Doctoral student contributes to global ocean-predator study
By Blaine Friedlander
Cornell doctoral candidate Olivia Graham joined five-dozen scientists on four continents to create a marine biology first: a global “BiteMap” to show, in a climate-changing world, where the ocean’s mid-sized predators are most active.
The multiyear study showed how – as persistent global warming heats the oceans – rising temperatures can reconfigure entire communities of marine predators and impact creatures lower on the food chain.
The study was led by the Marine Global Earth Observatory, part of the Smithsonian Environmental Research Center on the Chesapeake Bay, in Edgewater, Maryland. The work was published Oct. 26 in the Proceedings of the National Academy of Sciences.
The researchers examined predation around the world in seagrass meadows close to shore, said Graham, who did her research from the cool, shallow waters of the San Juan Islands in Washington.

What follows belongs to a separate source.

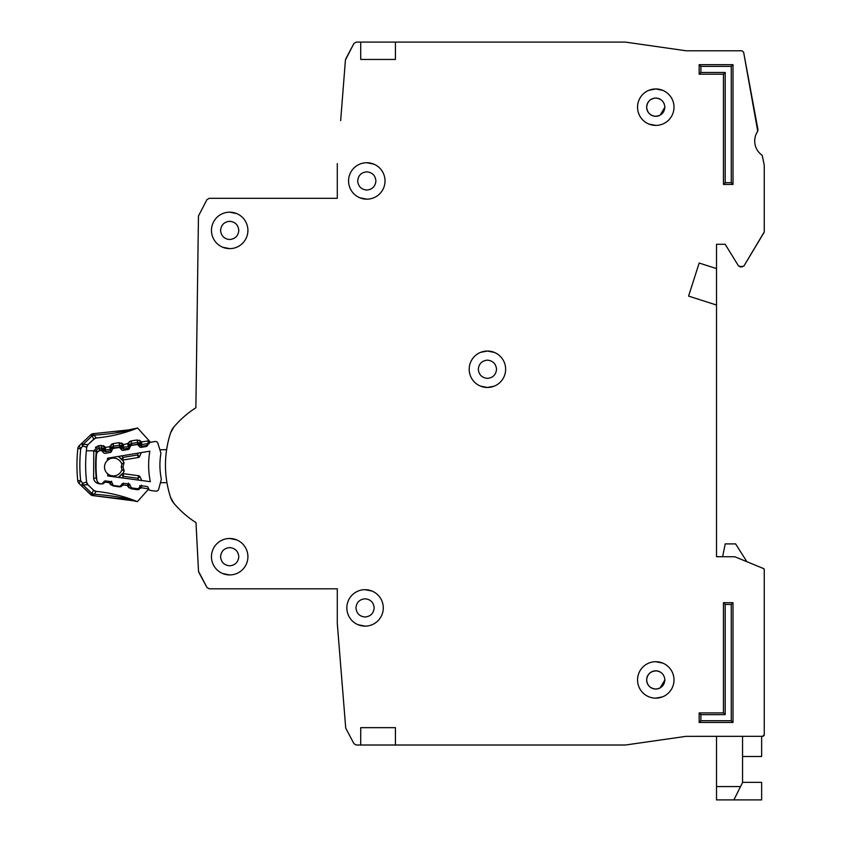<?xml version="1.0" encoding="UTF-8"?>
<svg xmlns="http://www.w3.org/2000/svg" width="842" height="842" viewBox="0 0 842 842"><rect width="100%" height="100%" fill="white"/><g stroke="black" fill="none" stroke-linecap="round" stroke-linejoin="round"><path stroke-width="1.26" d="M150.35 490.433L155.802 491.16L150.35 490.433A1.737 1.737 0 0 1 148.992 489.434L148.097 487.455A1.737 1.737 0 0 0 146.75 486.444L141.772 485.781A1.737 1.737 0 0 0 140.214 486.392L138.825 488.065A1.737 1.737 0 0 1 137.257 488.676L132.268 488.013A1.737 1.737 0 0 1 130.931 487.023L129.994 485.024A1.737 1.737 0 0 0 128.668 484.045L123.7 483.34A1.737 1.737 0 0 0 122.111 483.971L120.764 485.623A1.737 1.737 0 0 1 119.185 486.255L114.217 485.592A1.737 1.737 0 0 1 112.87 484.592L111.975 482.613A1.737 1.737 0 0 0 110.628 481.613L105.65 480.94A1.737 1.737 0 0 0 104.082 481.55L102.703 483.224A1.737 1.737 0 0 1 101.135 483.834L100.598 483.761A4.336 4.336 0 0 1 96.862 479.94A134.51 134.51 0 0 1 96.462 454.606A4.336 4.336 0 0 1 100.072 450.67L100.608 450.575A1.737 1.737 0 0 1 102.198 451.144L103.619 452.764A1.737 1.737 0 0 0 105.208 453.333L110.165 452.501A1.737 1.737 0 0 0 111.481 451.459L112.312 449.449A1.737 1.737 0 0 1 113.628 448.407L118.575 447.586A1.737 1.737 0 0 1 120.174 448.165L121.564 449.775A1.737 1.737 0 0 0 123.174 450.354L128.121 449.491A1.737 1.737 0 0 0 129.415 448.47L130.289 446.449A1.737 1.737 0 0 1 131.594 445.418L136.562 444.587A1.737 1.737 0 0 1 138.141 445.155L139.583 446.776A1.737 1.737 0 0 0 141.172 447.344L146.119 446.523A1.737 1.737 0 0 0 147.434 445.471L148.266 443.471A1.737 1.737 0 0 1 149.581 442.418L155.012 441.524A2.6 2.6 0 0 1 157.928 443.334L160.927 453.238A70.633 70.633 0 0 0 161.348 479.266L158.664 489.265A2.6 2.6 0 0 1 155.802 491.16L150.35 490.433M238.802 556.699C238.233 562.203 235.192 565.245 229.687 565.813C224.183 565.245 221.141 562.214 220.572 556.699C221.141 551.194 224.183 548.163 229.687 547.595C235.192 548.163 238.223 551.194 238.802 556.699C238.233 562.203 235.192 565.245 229.687 565.813C235.192 565.245 238.233 562.203 238.802 556.699M374.174 607.903C373.606 613.408 370.564 616.449 365.06 617.018C359.555 616.449 356.524 613.408 355.945 607.903C356.513 602.398 359.555 599.367 365.06 598.788C370.564 599.357 373.606 602.398 374.174 607.903C373.606 613.408 370.564 616.449 365.06 617.018C370.564 616.449 373.606 613.408 374.174 607.903M238.802 230.413C238.233 235.918 235.192 238.949 229.687 239.528C224.183 238.96 221.141 235.918 220.572 230.413C221.141 224.909 224.183 221.867 229.687 221.299C235.192 221.867 238.223 224.909 238.802 230.413C238.233 235.918 235.192 238.949 229.687 239.528C235.192 238.949 238.233 235.918 238.802 230.413M375.911 180.946C375.343 186.45 372.301 189.492 366.796 190.06C361.292 189.492 358.26 186.45 357.682 180.946C358.25 175.441 361.292 172.41 366.796 171.831C372.301 172.4 375.343 175.441 375.911 180.946C375.343 186.45 372.301 189.492 366.796 190.06C372.301 189.492 375.343 186.45 375.911 180.946M480.414 386.078L487.423 387.478L494.128 386.204M496.538 369.259C495.97 374.764 492.928 377.805 487.423 378.374C481.919 377.805 478.877 374.764 478.309 369.259C478.877 363.755 481.919 360.713 487.423 360.144C492.928 360.713 495.959 363.755 496.538 369.259C495.97 374.764 492.928 377.805 487.423 378.374C492.928 377.805 495.97 374.764 496.538 369.259M660.117 697.629L662.486 696.871L660.117 697.629M646.667 107.187C647.235 101.682 650.266 98.64 655.771 98.072C661.275 98.64 664.317 101.682 664.885 107.187L660.117 115.196A9.115 9.115 0 0 1 659.433 115.533L655.771 116.301C650.266 115.733 647.235 112.691 646.667 107.187A9.115 9.115 0 0 1 647.277 103.892L647.298 103.829A9.115 9.115 0 0 1 649.14 100.935L649.329 100.745A9.115 9.115 0 0 1 652.118 98.84L652.424 98.714A9.115 9.115 0 0 1 659.076 98.693M652.476 688.43A9.115 9.115 0 0 0 655.771 689.04C661.275 688.472 664.317 685.43 664.885 679.926L660.117 687.946A9.115 9.115 0 0 1 659.433 688.272L659.128 688.398A9.115 9.115 0 0 1 655.771 689.04C650.266 688.472 647.235 685.441 646.667 679.926C647.235 674.431 650.266 671.39 655.771 670.821C661.275 671.39 664.317 674.421 664.885 679.926L660.117 687.946M360.723 727.656L360.723 745.012L360.723 727.656L395.435 727.656L395.435 745.012L625.28 745.012L604.577 745.012L625.522 745.002L686.019 736.35L625.522 745.002L686.019 736.35L762.515 736.34L764.252 734.603L764.252 569.434A0.863 0.863 0 0 0 763.715 568.634L764.252 569.434L764.252 734.603A1.737 1.737 0 0 1 763.831 735.729M742.549 756.505L761.642 756.505L761.642 736.34L762.515 736.34A1.737 1.737 0 0 0 763.736 735.824M746.896 561.709L735.613 543.9L725.194 543.9L722.636 556.699L716.521 556.699L716.521 305.046L688.577 296.1L699.165 263.041L716.521 268.598L716.521 244.296L725.194 244.296L738.571 266.03L725.194 244.296L716.521 244.296L725.194 244.296L738.571 266.03L742.433 266.861L740.055 266.861L743.928 266.019L764.126 232.35L743.928 266.019L764.252 231.908L764.252 165.19L764.252 231.908L764.252 165.19L762.199 155.317A17.356 17.356 0 0 1 757.737 131.226A17.356 17.356 0 0 0 762.199 155.317A17.356 17.356 0 0 1 757.737 131.226L743.623 52.193L758.011 129.921L743.623 52.193L741.918 50.783L686.146 50.783L625.396 42.1L395.435 42.1L395.435 59.456L360.723 59.456L360.723 42.1L360.723 59.456M700.028 50.783L686.146 50.783L700.028 50.783M340.663 120.638L345.43 59.992L353.914 43.489L345.725 58.982L353.914 43.489L356.219 42.1L395.435 42.1M337.295 163.59L337.295 198.302L209.216 198.302L337.295 198.302L209.216 198.302L206.932 199.67L198.459 216.015L195.881 407.749A98.061 98.061 0 0 0 173.82 427.083A17.356 17.356 0 0 0 170.589 432.904A17.356 17.356 0 0 1 173.82 427.083L170.589 432.904A104.134 104.134 0 0 0 170.589 497.401A104.134 104.134 0 0 1 166.948 482.645L160.412 482.75M173.82 503.211A17.356 17.356 0 0 1 170.589 497.401L173.82 503.211A17.356 17.356 0 0 1 170.589 497.401A17.356 17.356 0 0 0 173.82 503.211A98.061 98.061 0 0 0 195.986 522.619A98.061 98.061 0 0 1 195.881 522.556A98.061 98.061 0 0 0 195.986 522.619L198.512 571.297L195.986 522.619L198.512 571.297L206.932 587.442L198.828 572.392L206.932 587.442L209.216 588.811L337.295 588.811L337.295 623.522L345.725 728.13L353.914 743.633L345.725 728.13L353.914 743.633L356.219 745.012L395.435 745.012M430.146 745.012L487.423 745.012L430.146 745.012M761.642 736.34L762.515 736.34L761.642 736.34M646.667 679.926A9.115 9.115 0 0 1 647.277 676.631L647.298 676.579A9.115 9.115 0 0 1 649.14 673.684L649.329 673.484A9.115 9.115 0 0 1 652.118 671.59L655.771 670.821L652.118 671.59M494.433 352.44L487.423 351.04L480.708 352.314M659.433 115.533L655.771 116.301C661.275 115.722 664.317 112.691 664.885 107.187L660.117 115.196M198.459 216.015L195.881 407.749L198.459 216.015M209.216 588.811L337.295 588.811L209.216 588.811M478.309 369.259C478.877 363.755 481.919 360.713 487.423 360.144C481.919 360.713 478.877 363.755 478.309 369.259M357.682 180.946C358.25 175.441 361.292 172.41 366.796 171.831C361.292 172.41 358.25 175.441 357.682 180.946M220.572 230.413C221.141 224.909 224.183 221.867 229.687 221.299C224.183 221.867 221.141 224.909 220.572 230.413M355.945 607.903C356.513 602.398 359.555 599.367 365.06 598.788C359.555 599.367 356.513 602.398 355.945 607.903M220.572 556.699C221.141 551.194 224.183 548.163 229.687 547.595C224.183 548.163 221.141 551.194 220.572 556.699M107.629 473.762A8.894 8.894 0 0 0 121.964 469.478A8.894 8.894 0 0 1 107.629 473.762A8.894 8.894 0 0 1 107.418 460.437A123.227 123.227 0 0 1 107.523 458.227L149.844 451.175A81.916 81.916 0 0 0 150.318 481.677L107.808 475.972A123.227 123.227 0 0 1 107.629 473.762L107.808 475.972M107.523 458.227L107.418 460.437A8.894 8.894 0 0 1 121.879 464.268L121.227 466.878L122.037 469.741L121.227 466.878L121.943 464.005L124.069 462.679L123.016 466.857L124.195 471.004L122.795 473.657A1.737 1.737 0 0 1 123.195 473.657L123.321 476.309L121.627 474.278L118.985 477.477L121.627 474.278A1.737 1.737 0 0 1 123.195 473.657L138.656 475.73A1.737 1.737 0 0 1 140.004 476.74L137.835 478.245L138.656 475.73A1.737 1.737 0 0 1 140.004 476.74L141.719 480.519M159.885 449.775L166.621 449.67A104.134 104.134 0 0 1 170.589 432.904A17.356 17.356 0 0 1 173.82 427.083M122.585 460.069A1.737 1.737 0 0 0 122.974 460.048L123.027 457.395L121.385 459.479L118.648 456.375L122.585 460.069L123.911 462.732M124.195 471.004L122.037 469.741M118.354 477.393L121.627 474.278M121.385 459.479A1.737 1.737 0 0 0 122.974 460.048L138.372 457.49A1.737 1.737 0 0 0 139.688 456.438L141.277 452.607M138.246 453.101L137.467 454.996L139.688 456.438A1.737 1.737 0 0 1 138.372 457.49L137.467 454.996L123.027 457.395L121.68 455.869M123.016 466.857L121.227 466.878M742.549 782.344L761.642 782.344L761.642 799.9L716.521 799.9L716.521 736.34M733.877 799.9L742.549 782.544L742.549 736.34M211.458 556.699A18.219 18.219 0 0 0 229.687 574.928A18.219 18.219 0 0 0 247.906 556.699A18.219 18.219 0 0 0 229.687 538.48A18.219 18.219 0 0 0 211.458 556.699M222.677 573.528L229.687 574.928M346.841 607.903A18.219 18.219 0 0 0 365.06 626.122A18.219 18.219 0 0 0 383.289 607.903A18.219 18.219 0 0 0 365.06 589.684A18.219 18.219 0 0 0 346.841 607.903M358.05 624.722L365.06 626.122M211.458 230.413A18.219 18.219 0 0 0 229.687 248.632A18.219 18.219 0 0 0 247.906 230.413A18.219 18.219 0 0 0 229.687 212.184A18.219 18.219 0 0 0 211.458 230.413M222.677 247.232L229.687 248.632M348.577 180.946A18.219 18.219 0 0 0 366.796 199.175A18.219 18.219 0 0 0 385.026 180.946A18.219 18.219 0 0 0 366.796 162.727A18.219 18.219 0 0 0 348.577 180.946M359.787 197.765L366.796 199.175M469.194 369.259A18.219 18.219 0 0 0 487.423 387.478A18.219 18.219 0 0 0 505.642 369.259A18.219 18.219 0 0 0 487.423 351.04A18.219 18.219 0 0 0 469.194 369.259M637.552 107.187A18.219 18.219 0 0 0 655.771 125.405A18.219 18.219 0 0 0 674 107.187A18.219 18.219 0 0 0 655.771 88.957A18.219 18.219 0 0 0 637.552 107.187M648.761 124.006L655.771 125.405M655.771 698.155L662.486 696.871M637.552 679.926A18.219 18.219 0 0 0 655.771 698.155A18.219 18.219 0 0 0 674 679.926A18.219 18.219 0 0 0 655.771 661.707A18.219 18.219 0 0 0 637.552 679.926M659.128 115.659A9.115 9.115 0 0 1 652.476 115.68M652.424 115.659A9.115 9.115 0 0 1 649.529 113.817M649.329 113.628A9.115 9.115 0 0 1 647.424 110.849M647.298 110.534A9.115 9.115 0 0 1 646.667 107.513M652.424 688.398A9.115 9.115 0 0 1 649.529 686.567M649.329 686.377A9.115 9.115 0 0 1 647.424 683.588M647.298 683.283A9.115 9.115 0 0 1 646.667 680.262M659.128 98.714A9.115 9.115 0 0 1 660.117 99.177L660.117 99.167M747.875 562.109L763.715 568.634L734.898 556.773L716.521 556.699M723.457 74.212L699.165 74.212L699.165 64.666L733.003 64.666L733.003 184.419L723.457 184.419L723.457 74.212L725.194 72.475L700.902 72.475L699.165 74.212M733.003 722.457L699.165 722.457L699.165 712.911L723.457 712.911L723.457 602.693L733.003 602.693L733.003 722.457L731.277 720.72L700.902 720.72L699.165 722.457M723.457 184.419L725.194 182.682L725.194 72.475M733.003 184.419L731.277 182.682L725.194 182.682M733.003 64.666L731.277 66.402L731.277 182.682M699.165 64.666L700.902 66.402L731.277 66.402M733.003 602.693L731.277 604.43L731.277 720.72M723.457 602.693L725.194 604.43L731.277 604.43M723.457 712.911L725.194 714.637L725.194 604.43M699.165 712.911L700.902 714.637L725.194 714.637M662.791 90.368L655.771 88.957L649.066 90.241M662.791 663.107L655.771 661.707M716.521 268.598L716.521 305.046M652.424 671.453A9.115 9.115 0 0 1 659.076 671.432M659.128 671.453A9.115 9.115 0 0 1 660.117 671.916L660.117 671.916M373.806 164.127L366.796 162.727M236.697 213.594L229.687 212.184M372.08 591.084L365.06 589.684M236.697 539.88L229.687 538.48M97.335 491.517L96.135 491.391A147.529 147.529 0 0 1 137.088 501.516L127.931 499.148C119.701 496.917 108.323 495.275 93.799 494.212L92.915 493.833A4.336 2.642 -150.3 0 1 92.083 493.328L93.788 495.717L133.994 500.864M97.567 491.539L96.125 491.391A4.336 4.336 0 0 1 93.567 490.202L96.146 491.391L93.378 495.706A4.336 4.336 0 0 1 90.526 494.496L91.725 493.244L93.378 495.706A4.336 4.336 0 0 1 90.526 494.496L81.769 486.076L82.548 483.224L80.632 480.498L79.064 483.476L81.769 486.076L79.064 483.476A4.336 4.336 0 0 1 77.748 480.793L80.632 480.498A150.707 150.707 0 0 1 80.737 448.765L82.674 446.05L81.916 443.187L79.19 445.765L80.737 448.765L77.864 448.449A4.336 4.336 0 0 1 79.19 445.765A4.336 4.336 0 0 0 77.864 448.449A153.602 153.602 0 0 0 77.748 480.793A153.602 153.602 0 0 1 77.864 448.449M91.725 493.244L82.969 484.824L82.548 483.224L86.621 482.14L87.915 484.76A4.336 4.336 0 0 1 86.631 482.171A144.919 144.919 0 0 1 86.347 450.765L96.43 450.796L93.767 450.786L98.861 445.723L97.661 446.039M85.4 482.34L86.621 482.14L87.936 484.792L93.567 490.202L87.936 484.781L82.969 484.824L81.769 486.076L91.841 495.37M86.758 447.134A4.336 4.336 0 0 1 88.073 444.523L83.105 444.45L82.674 446.05L86.758 447.134A144.919 144.919 0 0 0 86.347 450.765M137.341 428.136A147.529 147.529 0 0 1 96.335 437.977A4.336 4.336 0 0 0 93.746 439.145L96.325 437.977L93.736 439.145L92.283 436.009L93.599 433.641L93.999 435.146C108.786 434.146 120.185 432.567 128.216 430.43L137.341 428.136A4.336 4.336 0 0 1 137.656 428.02L128.237 429.967L93.599 433.641L91.925 436.093L93.999 435.146L96.325 437.977L99.987 437.587M96.83 479.635A3.473 3.473 0 0 1 96.22 477.982A134.941 134.941 0 0 1 96.314 451.386A3.473 3.473 0 0 1 99.251 448.302L101.524 447.965L101.777 449.681L103.103 448.544L103.84 449.418L105.513 447.365L105.418 450.007L110.449 449.249L109.586 446.755L111.776 448.228L112.239 447.176A1.737 1.737 0 0 1 113.565 446.155L113.586 448.418M96.43 450.796A3.473 3.473 0 0 1 99.251 448.302L98.861 445.723L101.135 445.386L105.513 447.365L109.586 446.755L113.186 443.576L119.154 442.682L119.806 446.965L121.122 445.839L121.869 446.713L123.532 444.65L123.437 447.302L128.468 446.544L127.605 444.039L129.805 445.513L130.257 444.471A1.737 1.737 0 0 1 131.594 443.439L131.741 445.397M137.172 439.966L141.119 441.44L139.14 443.134A1.737 1.737 0 0 0 137.562 442.545L131.594 443.439L131.205 440.871L137.172 439.966L137.825 444.26L139.14 443.134L139.888 443.997L141.551 441.945L141.467 444.587L146.992 443.755L147.255 445.471L141.719 446.302L137.825 444.26L131.847 445.155L127.868 443.429L131.205 440.871L129.205 441.713M128.615 499.738L93.788 495.717M148.392 489.591L147.866 490.17L148.35 489.413M136.93 501.453L137.088 501.516A4.336 4.336 0 0 0 137.393 501.632L148.771 488.939M141.319 485.097L141.393 487.739L148.508 488.855A2.6 2.6 0 0 1 147.866 490.17M105.355 480.919L104.955 482.571L100.998 484.013L98.735 483.655C95.809 483.003 94.115 481.192 93.63 478.235L93.767 450.786M111.66 481.245L109.46 482.708L105.387 482.066L104.629 481.108M123.353 483.329L122.953 485.402L119.006 486.844L113.038 485.908L109.713 483.319L109.881 481.508M129.668 484.087L127.458 485.539L123.395 484.908L122.406 483.676M139.74 485.666L141.393 487.739L137.004 489.686L131.036 488.739L127.721 486.16L128.342 483.045M149.402 441.061L146.066 437.356M149.687 442.408L150.192 441.945L148.434 440.124M139.34 440.198L141.551 441.945L148.676 440.871L148.497 442.334L148.676 440.882A2.6 2.6 0 0 0 148.045 439.556L137.656 428.02L128.237 429.967L129.31 431.072M96.135 491.391L93.557 490.202L92.083 493.328M79.064 483.476A4.336 4.336 0 0 1 78.169 482.255A4.336 4.336 0 0 0 79.064 483.476A4.336 4.336 0 0 1 77.748 480.793M94.578 490.928L93.62 490.244M148.045 439.556L149.56 442.513L148.045 439.556L148.329 442.734L146.992 443.755L141.467 444.587A1.737 1.737 0 0 1 139.888 443.997A1.737 1.737 0 0 0 141.467 444.587L141.719 446.302M132.068 429.22L136.309 428.315M94.862 438.387L88.052 444.544L86.737 447.155L88.052 444.544L93.809 439.082L88.052 444.544M128.058 430.472L114.817 433.041M86.389 447.197L85.779 447.039M99.251 448.302L99.514 450.017L98.04 451.586L93.725 451.112M107.176 436.566L108.65 436.314M148.518 443.05L148.497 442.334L149.36 443.292M111.186 444.429L113.175 443.576L113.565 446.155L119.543 445.25A1.737 1.737 0 0 1 121.122 445.839L123.1 444.144L121.322 442.903M101.135 445.386L101.524 447.965A1.737 1.737 0 0 1 103.103 448.544L105.082 446.86L103.292 445.607M80.064 444.944L81.4 443.681M83.811 444.45L84.821 444.492M90.736 434.83A4.336 4.336 0 0 1 92.052 433.967A4.336 4.336 0 0 0 90.736 434.83L91.925 436.093L83.105 444.45L81.916 443.187L90.736 434.83L79.327 445.65M149.055 443.892L148.16 443.039M92.052 433.967A4.336 4.336 0 0 1 93.599 433.641A4.336 4.336 0 0 0 92.052 433.967M111.839 450.596L105.682 451.722L105.418 450.007L103.84 449.418A1.737 1.737 0 0 0 105.418 450.007A1.737 1.737 0 0 1 103.84 449.418L102.524 450.544L101.777 449.681L99.514 450.017M112.902 448.712L111.776 448.228L110.449 449.249A1.737 1.737 0 0 0 111.776 448.228A1.737 1.737 0 0 1 110.449 449.249L110.702 450.965M109.849 446.144L113.828 447.87L112.765 446.492M129.615 447.997L123.7 449.018L123.437 447.302L121.869 446.713A1.737 1.737 0 0 0 123.437 447.302A1.737 1.737 0 0 1 121.869 446.713L120.543 447.839L119.806 446.965L113.828 447.87M130.668 445.892L129.805 445.513L128.468 446.544A1.737 1.737 0 0 0 129.805 445.513A1.737 1.737 0 0 1 128.468 446.544L128.721 448.26M92.915 493.833L92.483 494.559M82.853 445.229L82.853 445.229A4.336 0.621 -164.8 0 0 82.116 445.113M107.418 460.437A8.894 8.894 0 0 1 121.879 464.268M119.332 457.153L118.027 456.469M122.027 477.877L123.321 476.309L137.835 478.245L138.677 480.119M716.521 786.575L740.539 786.575M700.902 72.475L700.902 66.402M700.902 720.72L700.902 714.637M82.716 484.045A4.336 0.621 165.2 0 1 81.979 484.15M93.115 435.514L92.683 434.777M102.387 448.049L101.777 449.681M120.406 445.344L119.806 446.965M130.794 443.776L131.847 445.155M138.425 442.629L137.825 444.26M96.356 446.702L95.43 447.481M96.651 477.94L93.63 478.235L93.894 479.519M94.388 480.645L95.251 481.813M101.029 483.824L103.166 483.803M111.86 482.413L109.713 483.319L111.039 485.045M119.101 486.244L119.006 486.844L121.164 486.634M130.057 485.16L127.721 486.16L129.047 487.876M137.162 488.665L137.004 489.686L139.172 489.476M127.931 499.148L129.036 498.517M98.735 483.655L98.819 483.108M104.955 482.571L103.955 481.708M113.038 485.908L113.175 485.045M122.953 485.402L121.774 484.382M131.036 488.739L131.236 487.476M140.961 488.244L139.635 487.097M119.154 442.682L123.532 444.65L127.868 443.429M147.855 445.323L147.255 445.471M123.7 449.018L120.543 447.839M105.682 451.722L102.524 450.544M141.467 444.587L139.888 443.997L138.572 445.134M147.297 443.681L147.687 444.86M134.899 501.064L134.173 500.895M133.183 500.685L132.499 500.537M130.721 500.159L129.931 500.001M137.383 501.643L127.963 499.611M148.371 489.37L148.045 489.949M94.693 490.981L93.567 490.202M128.837 429.862L128.237 429.967M106.355 436.703L101.566 437.398M148.676 440.871L148.697 441.555M81.442 443.639L80.127 444.892M115.08 435.019L119.827 433.872"/></g></svg>

“This was the first paper of its size and scope to grapple with the fish-community effects of global warming and map predation inside and outside of seagrass meadows,” she said.
In her regular graduate research, Graham explores the ocean’s abiotic conditions, potential disease vectors and microbiomes, as she examines seagrass wasting disease (Labyrinthula zosterae) in the Pacific Northwest. She’s a member of the laboratory of Drew Harvell, professor of ecology and evolutionary biology in the College of Agriculture and Life Sciences.
Four years ago, Harvell asked Graham – then a new graduate student – to participate in this global project from False Bay, in Friday Harbor, Washington – Graham’s hometown.
At timed intervals, Graham created a large underwater field of dried squid attached to 3-foot-high sticks, designed to lure the predatory fish and crabs in for an easy meal. Then, the researchers would catch the visitors by net and count them.
In general, the global researcher group saw the least feeding activity in the colder climes and at the equator, according to the paper. Going into the study, the scientists thought that feeding and predation activity would be greatest at the equator, but found that predation peaked in the subtropics, between 25 degrees and 35 degrees latitude in both hemispheres.
“Seagrass meadows are rich biodiversity habitats globally,” Graham said, “and this study showed a way to map how ecological function varies with biodiversity across a wide latitude.”
Emmett Duffy, director of the Marine Global Earth Observatory and Ross Whippo, marine ecologist at the University of Oregon, organized the project. Lead author Matt Whalen, a MarineGEO postdoctoral scholar at the Hakai Institute in British Columbia, Canada, analyzed the project’s data.
The research was funded by the Smithsonian Institution and the Tula Foundation.